# EMBALSES.NET > Cafeteria >  En un planeta inundado, Madrid sería la ciudad más segura del mundo

## Jonasino

> En un escenario apocalíptico en el que las grandes ciudades del mundo quedaran arrasadas por el agua, sin electricidad, comunicaciones y expuestas a multitud enfermedades infecciosas, la ciudad de Madrid sería el mejor lugar del planeta para sobrevivir a la catástrofe. Esta es la conclusión a la que llega el equipo de ingenieros, físicos y científicos de la Nasa de Evacuar la Tierra y que explicarán este domingo, a partir de las 22.00 horas, en Discovery Max.
> 
> Esta semana, en el episodio titulado Un planeta inundado, Evacuar la Tierra nos plantea un nuevo escenario apocalíptico.

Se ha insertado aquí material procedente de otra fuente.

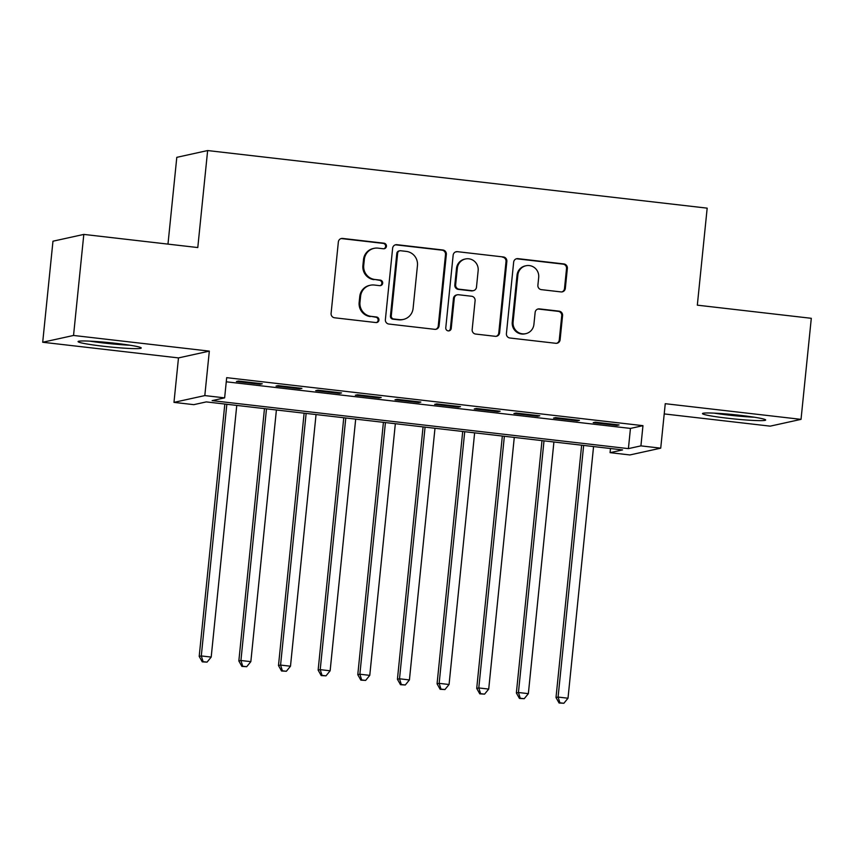 <?xml version="1.0" encoding="UTF-8"?>
<svg xmlns="http://www.w3.org/2000/svg" width="854" height="854" viewBox="0 0 854 854"><rect width="100%" height="100%" fill="white"/><g stroke="black" fill="none" stroke-linecap="round" stroke-linejoin="round"><path stroke-width="1.28" d="M386.435 246.294A2.797 2.733 77.6 0 0 383.99 243.198L342.646 238.437A3.992 3.907 77.6 0 0 338.355 241.949L331.096 313.365A3.992 3.907 77.6 0 0 334.587 317.784L375.931 322.556A2.797 2.733 77.6 0 0 378.941 320.09A2.797 2.733 77.6 0 0 376.497 316.994L371.148 316.375A12.789 12.511 77.6 0 1 359.982 302.252L360.591 296.295A12.789 12.511 77.6 0 1 374.33 285.033L379.678 285.652A2.797 2.733 77.6 0 0 382.688 283.186A2.797 2.733 77.6 0 0 380.243 280.101L374.895 279.482A12.789 12.511 77.6 0 1 363.729 265.348L364.338 259.402A12.789 12.511 77.6 0 1 378.076 248.14L383.425 248.76A2.797 2.733 77.6 0 0 386.435 246.294M383.884 248.77A2.797 2.733 77.6 0 0 383.158 243.379L341.813 238.618A3.992 3.907 77.6 0 0 340.97 238.608M376.39 322.566A2.797 2.733 77.6 0 0 375.664 317.176L371.148 316.375M380.137 285.663A2.797 2.733 77.6 0 0 379.411 280.283L374.895 279.482M740.578 415.375A31.758 2.124 -174.2 0 0 702.479 413.603A31.758 2.124 -174.2 0 0 727.576 418.236A31.758 2.124 -174.2 0 0 765.675 420.019A31.758 2.124 -174.2 0 0 740.578 415.375M116.165 343.372A31.758 2.124 -174.2 0 0 78.066 341.589A31.758 2.124 -174.2 0 0 103.163 346.233A31.758 2.124 -174.2 0 0 141.262 348.005A31.758 2.124 -174.2 0 0 116.165 343.372M561.035 291.919A3.992 3.907 77.6 0 0 565.327 288.396L567.366 268.359A3.992 3.907 77.6 0 0 563.875 263.939L517.951 258.645A3.992 3.907 77.6 0 0 513.66 262.167L506.411 333.583A3.992 3.907 77.6 0 0 509.891 338.003L555.815 343.297A3.992 3.907 77.6 0 0 560.107 339.775L562.572 315.574A3.992 3.907 77.6 0 0 559.082 311.155L539.429 308.892A3.992 3.907 77.6 0 0 535.138 312.415L533.91 324.413A10.696 10.451 77.6 0 1 525.797 333.658A10.696 10.451 77.6 0 1 513.094 322.011L517.866 274.999A10.696 10.451 77.6 0 1 525.979 265.754A10.696 10.451 77.6 0 1 538.693 277.401L537.892 285.236A3.992 3.907 77.6 0 0 541.383 289.645L561.035 291.919M640.916 445.873L660.729 448.158L629.889 454.947L610.066 452.663L622.577 449.909L206.294 401.903L193.794 404.657L173.97 402.373L204.811 395.583L224.634 397.868L212.134 400.622L628.405 448.628L640.916 445.873L642.966 425.666L226.684 377.66L224.634 397.868M83.809 234.412L73.54 335.462L42.7 342.251L52.969 241.202L83.809 234.412L197.786 247.553L207.639 150.55L707.176 208.152L697.323 305.166L811.3 318.307L801.031 419.357L665.255 403.696L660.729 448.158M42.7 342.251L178.486 357.911L209.326 351.122L73.54 335.462M209.326 351.122L204.811 395.583M446.343 254.407A3.992 3.907 77.6 0 0 442.852 249.987L396.929 244.692A3.992 3.907 77.6 0 0 392.637 248.215L385.378 319.631A3.992 3.907 77.6 0 0 388.869 324.04L434.793 329.334A3.992 3.907 77.6 0 0 439.084 325.822L446.343 254.407L445.51 254.588A3.992 3.907 77.6 0 0 442.02 250.169L396.096 244.874A3.992 3.907 77.6 0 0 395.253 244.874M457.445 251.674L503.358 256.969A3.992 3.907 77.6 0 1 506.849 261.388L499.601 332.804A3.992 3.907 77.6 0 1 495.299 336.316L475.646 334.053A3.992 3.907 77.6 0 1 472.166 329.633L475.102 300.672A3.992 3.907 77.6 0 0 471.611 296.253L458.577 294.747A3.992 3.907 77.6 0 0 454.285 298.27L451.222 328.427A2.797 2.733 77.6 0 1 449.097 330.84A2.797 2.733 77.6 0 1 445.777 327.797L453.154 255.186A3.992 3.907 77.6 0 1 457.445 251.674L503.358 256.969M664.209 413.923L770.191 426.146L801.031 419.357M262.274 383.788L238.479 381.044L236.398 381.503L260.192 384.247L262.274 383.788M301.921 388.367L278.126 385.624L276.045 386.083L299.829 388.826L301.921 388.367M341.557 392.936L317.773 390.193L315.692 390.652L339.476 393.395L341.557 392.936M381.204 397.505L357.42 394.761L355.339 395.221L379.123 397.964L381.204 397.505M420.851 402.074L397.067 399.33L394.986 399.789L418.77 402.533L420.851 402.074M460.498 406.653L436.714 403.91L434.633 404.369L458.417 407.112L460.498 406.653M500.145 411.222L476.361 408.479L474.269 408.938L498.063 411.681L500.145 411.222M539.792 415.791L515.997 413.048L513.916 413.507L537.71 416.25L539.792 415.791M579.439 420.371L555.644 417.627L553.563 418.086L577.347 420.819L579.439 420.371M226.267 381.802L630.455 428.42L642.966 425.666M593.21 422.655L616.994 425.399L619.075 424.94L595.291 422.196L593.21 422.655M207.639 150.55L176.799 157.339L167.982 244.116M610.493 448.521L610.066 452.663M178.486 357.911L173.97 402.373M630.455 428.42L628.405 448.628M260.192 384.247L260.256 383.563M299.829 388.826L299.903 388.132M339.476 393.395L339.55 392.701M379.123 397.964L379.197 397.27M418.77 402.533L418.844 401.85M458.417 407.112L458.481 406.419M498.063 411.681L498.128 410.987M537.71 416.25L537.774 415.556M577.347 420.819L577.421 420.136M616.994 425.399L617.068 424.705M374.041 248.343L373.209 248.525A12.789 12.511 77.6 0 0 363.505 259.584L364.338 259.402M374.063 279.664A12.789 12.511 77.6 0 1 362.897 265.53L363.505 259.584M370.294 285.247L369.451 285.428A12.789 12.511 77.6 0 0 359.758 296.477L360.591 296.295M370.316 316.567A12.789 12.511 77.6 0 1 359.15 302.433L359.758 296.477M435.625 329.345A3.992 3.907 77.6 0 0 438.251 326.004L445.51 254.588M400.643 250.745A2.797 2.733 77.6 0 0 397.644 253.2L391.271 315.895A2.797 2.733 77.6 0 0 393.715 318.98L399.362 319.631A12.789 12.511 77.6 0 0 413.101 308.369L417.457 265.519A12.789 12.511 77.6 0 0 406.291 251.396L400.643 250.745M399.768 250.788L398.935 250.969A2.797 2.733 77.6 0 0 396.811 253.392L397.644 253.2M403.398 319.428L402.565 319.609A12.789 12.511 77.6 0 1 398.53 319.812L392.883 319.172A2.797 2.733 77.6 0 1 390.438 316.076L396.811 253.392M496.142 336.327A3.992 3.907 77.6 0 0 498.768 332.985L506.016 261.57A3.992 3.907 77.6 0 0 502.526 257.15M457.317 294.811L456.484 295.004A3.992 3.907 77.6 0 0 453.453 298.452L450.389 328.609L451.222 328.427M448.67 330.904A2.797 2.733 77.6 0 0 450.389 328.609M478.155 270.622A10.696 10.451 77.6 0 0 465.451 258.975A10.696 10.451 77.6 0 0 457.338 268.22L455.652 284.777A3.992 3.907 77.6 0 0 459.142 289.196L472.177 290.702A3.992 3.907 77.6 0 0 476.479 287.179L478.155 270.622M465.451 258.975L464.619 259.157A10.696 10.451 77.6 0 0 456.506 268.402L457.338 268.22M473.447 290.638L472.604 290.819A3.992 3.907 77.6 0 1 471.344 290.883L458.31 289.378A3.992 3.907 77.6 0 1 454.819 284.969L456.506 268.402M456.612 251.855A3.992 3.907 77.6 0 0 455.769 251.855M525.979 265.754L525.146 265.936A10.696 10.451 77.6 0 0 517.033 275.18L517.866 274.999M525.797 333.658L524.964 333.839A10.696 10.451 77.6 0 1 512.261 322.193L517.033 275.18M556.659 343.297A3.992 3.907 77.6 0 0 559.274 339.956L561.729 315.756A3.992 3.907 77.6 0 0 558.249 311.347L538.596 309.073A3.992 3.907 77.6 0 0 537.753 309.073M561.879 291.919A3.992 3.907 77.6 0 0 564.494 288.577L566.533 268.54A3.992 3.907 77.6 0 0 563.042 264.132L517.118 258.837A3.992 3.907 77.6 0 0 516.286 258.826M224.826 404.049L199.195 656.395L201.288 655.936L211.194 657.078L236.761 405.415M226.844 404.273L201.288 655.936L203.103 661.669L202.259 661.85L207.063 662.128L203.103 661.669M211.194 657.078L207.063 662.128M202.259 661.85L199.195 656.395M126.627 344.717A27.488 1.836 5.8 0 1 104.359 342.806A27.488 1.836 5.8 0 1 93.065 341.301M89.649 341.12A31.555 2.114 -174.2 0 0 103.526 342.988A31.555 2.114 -174.2 0 0 130.011 345.229M714.061 413.133A31.555 2.114 -174.2 0 0 754.424 417.232M751.04 416.72A27.488 1.836 5.8 0 1 717.477 413.315M264.473 408.618L238.842 660.964L240.924 660.505L250.841 661.647L276.397 409.995M266.491 408.852L240.924 660.505L242.739 666.237L241.906 666.419L246.71 666.696L242.739 666.237M250.841 661.647L246.71 666.696M241.906 666.419L238.842 660.964M304.12 413.187L278.489 665.533L280.571 665.074L290.488 666.216L316.044 414.564M306.138 413.421L280.571 665.074L282.386 670.806L281.553 670.998L286.357 671.265L282.386 670.806M290.488 666.216L286.357 671.265M281.553 670.998L278.489 665.533M343.767 417.755L318.136 670.102L320.218 669.643L330.135 670.796L355.691 419.133M345.785 417.99L320.218 669.643L322.033 675.386L321.2 675.567L325.993 675.845L322.033 675.386M330.135 670.796L325.993 675.845M321.2 675.567L318.136 670.102M383.414 422.335L357.783 674.681L359.865 674.222L369.771 675.365L395.338 423.712M385.432 422.559L359.865 674.222L361.68 679.955L360.847 680.136L365.64 680.414L361.68 679.955M369.771 675.365L365.64 680.414M360.847 680.136L357.783 674.681M423.061 426.904L397.43 679.25L399.512 678.791L409.418 679.933L434.985 428.281M425.068 427.139L399.512 678.791L401.327 684.524L400.494 684.705L405.287 684.983L401.327 684.524M409.418 679.933L405.287 684.983M400.494 684.705L397.43 679.25M462.708 431.473L437.067 683.819L439.159 683.36L449.065 684.502L474.632 432.85M464.715 431.708L439.159 683.36L440.974 689.103L440.141 689.285L444.934 689.552L440.974 689.103M449.065 684.502L444.934 689.552M440.141 689.285L437.067 683.819M502.344 436.052L476.713 688.399L478.795 687.94L488.712 689.082L514.279 437.419M504.362 436.277L478.795 687.94L480.61 693.672L479.777 693.854L484.581 694.131L480.61 693.672M488.712 689.082L484.581 694.131M479.777 693.854L476.713 688.399M541.991 440.621L516.36 692.968L518.442 692.509L528.359 693.651L553.915 441.998M544.009 440.856L518.442 692.509L520.257 698.241L519.424 698.423L524.228 698.7L520.257 698.241M528.359 693.651L524.228 698.7M519.424 698.423L516.36 692.968M581.638 445.19L556.007 697.537L558.089 697.077L568.006 698.22L593.562 446.567M583.656 445.425L558.089 697.077L559.904 702.81L559.071 703.002L563.875 703.269L559.904 702.81M568.006 698.22L563.875 703.269M559.071 703.002L556.007 697.537M383.158 243.379L383.99 243.198M375.664 317.176L376.497 316.994M379.411 280.283L380.243 280.101M362.897 265.53L363.729 265.348M359.15 302.433L359.982 302.252M341.813 238.618L342.646 238.437M438.251 326.004L439.084 325.822M396.096 244.874L396.929 244.692M442.02 250.169L442.852 249.987M390.438 316.076L391.271 315.895M392.883 319.172L393.715 318.98M398.53 319.812L399.362 319.631M506.016 261.57L506.849 261.388M498.768 332.985L499.601 332.804M453.453 298.452L454.285 298.27M454.819 284.969L455.652 284.777M458.31 289.378L459.142 289.196M471.344 290.883L472.177 290.702M512.261 322.193L513.094 322.011M538.596 309.073L539.429 308.892M558.249 311.347L559.082 311.155M561.729 315.756L562.572 315.574M559.274 339.956L560.107 339.775M517.118 258.837L517.951 258.645M563.042 264.132L563.875 263.939M566.533 268.54L567.366 268.359M564.494 288.577L565.327 288.396"/></g></svg>

Esta vez provocado por la llegada a la atmósfera de una gran cantidad de meteoroides de hielo procedentes del impacto de la Luna con un asteroide congelado.
> 
> Su llegada a la atmósfera terrestre provocaría un desequilibrio en el sistema, ya que se sumaría mucha más agua al ciclo de evaporación, precipitación y desplazamiento del agua hacia el mar, provocando una lluvia que duraría siglos y provocaría terribles inundaciones en el 29% de corteza terrestre que actualmente se encuentra seca.
> 
> De este modo, los seres humanos se verían obligados a establecer estrategias de supervivencia para superponerse al cataclismo, que inevitablemente darían lugar una crisis de inmigrantes en busca de zonas libres de agua.
> 
> Según los expertos de Evacuar la Tierra, entre los que figuran futurólogos, ingenieros y científicos de la Nasa, Madrid sería una magnífica tabla de salvación para los más afortunados, al encontrarse en el centro de una meseta, a casi 700 metros sobre el actual nivel del mar, y poseer una orografía adecuada para construir unos gigantescos diques en forma de anillo que la protegieran de la inundación.
> ...


Fuente: http://www.iagua.es/noticias/espana/...segura-planeta

----------

Asteriom (19-mar-2016),Jose_Escrich (18-mar-2016),perdiguera (19-mar-2016)

----------


## F. Lázaro

> Según los expertos de Evacuar la Tierra, entre los que figuran futurólogos, ingenieros y científicos de la Nasa, Madrid sería una magnífica tabla de salvación para los más afortunados, al encontrarse en el centro de una meseta, a casi 700 metros sobre el actual nivel del mar, y poseer una orografía adecuada para construir unos gigantescos diques en forma de anillo que la protegieran de la inundación.
> 
> De este modo, *la capital de España se convertiría en la última ciudad de este mundo apocalíptico y totalmente sumergido*, en la que sólo unos cuantos millones de personas podrían sobrevivir... Al menos hasta que un tsunami pusiera fin para siempre a este último refugio de la humanidad.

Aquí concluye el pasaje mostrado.